Generative AI definition
Generative AI is a type of artificial intelligence that can create new content, including imagery, text, and audio data. It uses machine learning (ML) algorithms to analyze large data sets and creates new content based on the learned patterns. This type of artificial intelligence can be used in various applications, such as text generation, video and image production, and music composition.
See also: artificial intelligence
How generative AI works
- Generative AI uses machine learning algorithms to analyze the relationships and patterns in large information datasets. It then uses this knowledge to create new content.
- The first step is training the generative AI model using a large dataset of examples. This information may include text, images, music, or video.
- The model learns the patterns and relationships within the dataset (e.g., which words follow others, which colors appear together, etc.)
- The generative AI model then generates new content using the learned patterns. The new content resembles the training material.
Generative AI examples
- Text generation. Generative AI can be trained using large datasets of text, such as books, blogs, and social media content. It uses this knowledge to generate new text that resembles the original.
- Video creation. Generative AI can generate new videos based on the training material for use in television or virtual reality video games.
- Speech synthesis.

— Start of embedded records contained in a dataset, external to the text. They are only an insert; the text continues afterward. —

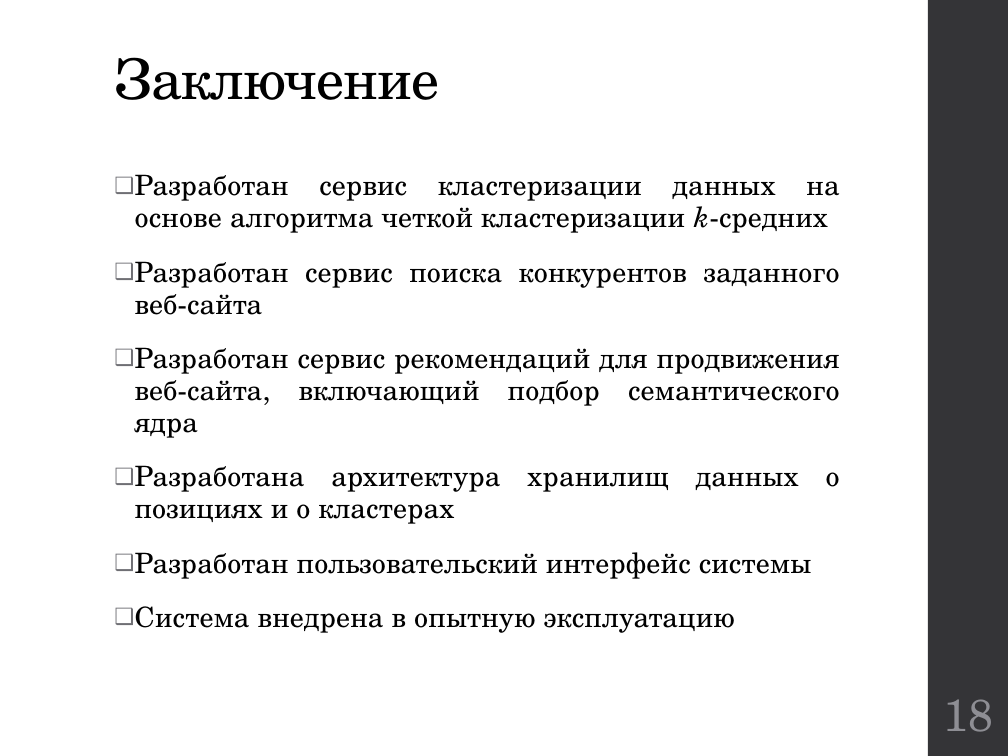
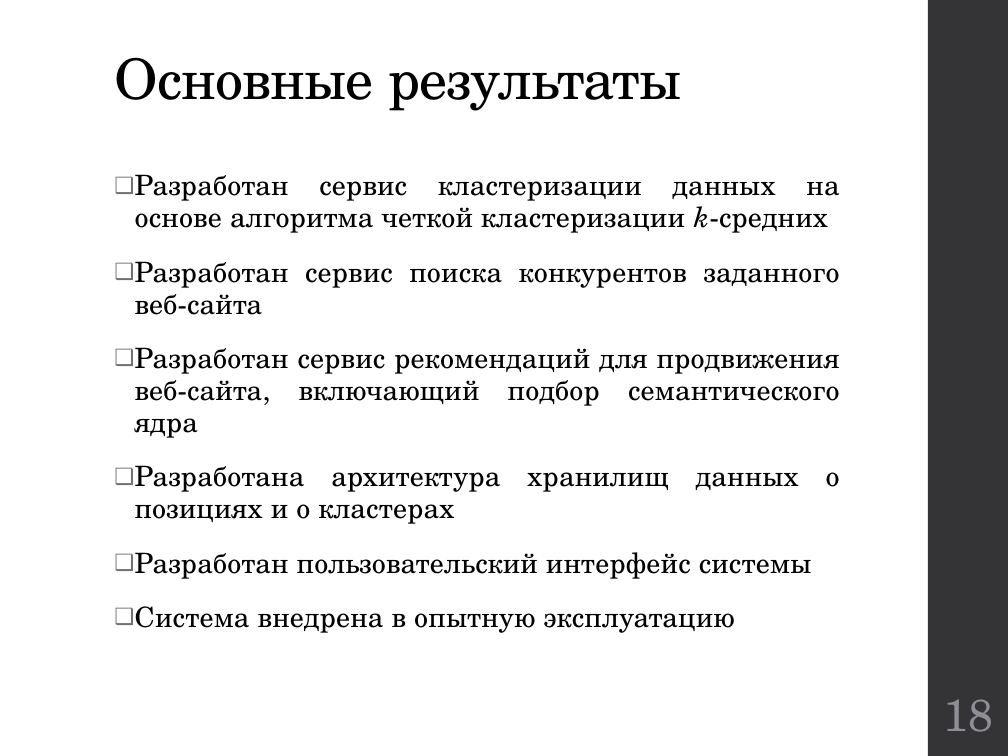
Before and after one commit to kwadraterry/diploma, a slide deck: slide 18 of Отчет/Доклад Неповинных.pptx. Drawn at 1008x756 pixels with LibreOffice and Linux fonts; fonts in the diff are those of the drawing. Boxes give left, top, right and bottom in pixels: in the first picture for what was removed or moved away, otherwise in the second. Text is boxed around its words. In the diff, an @@ line names an element or a change of style, - is before the commit and + after.

```diff
--- a/Отчет/Доклад Неповинных.pptx
+++ b/Отчет/Доклад Неповинных.pptx
@@ title at (114,57,682,111): text changed @@
-Заключение
+Основные результаты
```
Also in this commit, not shown: 6 other slides changed, 1 slide added, 1 slide removed, 2 other files.

Generative AI can create new speech resembling the training data. This technology can be used for voice assistants, text-to-speech conversion, and even synthetic voiceovers for films and TV shows.
Examples of generative AI tools
- ChatGPT: a language generation tool developed by OpenAI and capable of generating human-like responses to various prompts and questions.
- StyleGAN: generates high-quality images that resemble the training data.
- Magenta: an open-source project by Google that can generate music and art.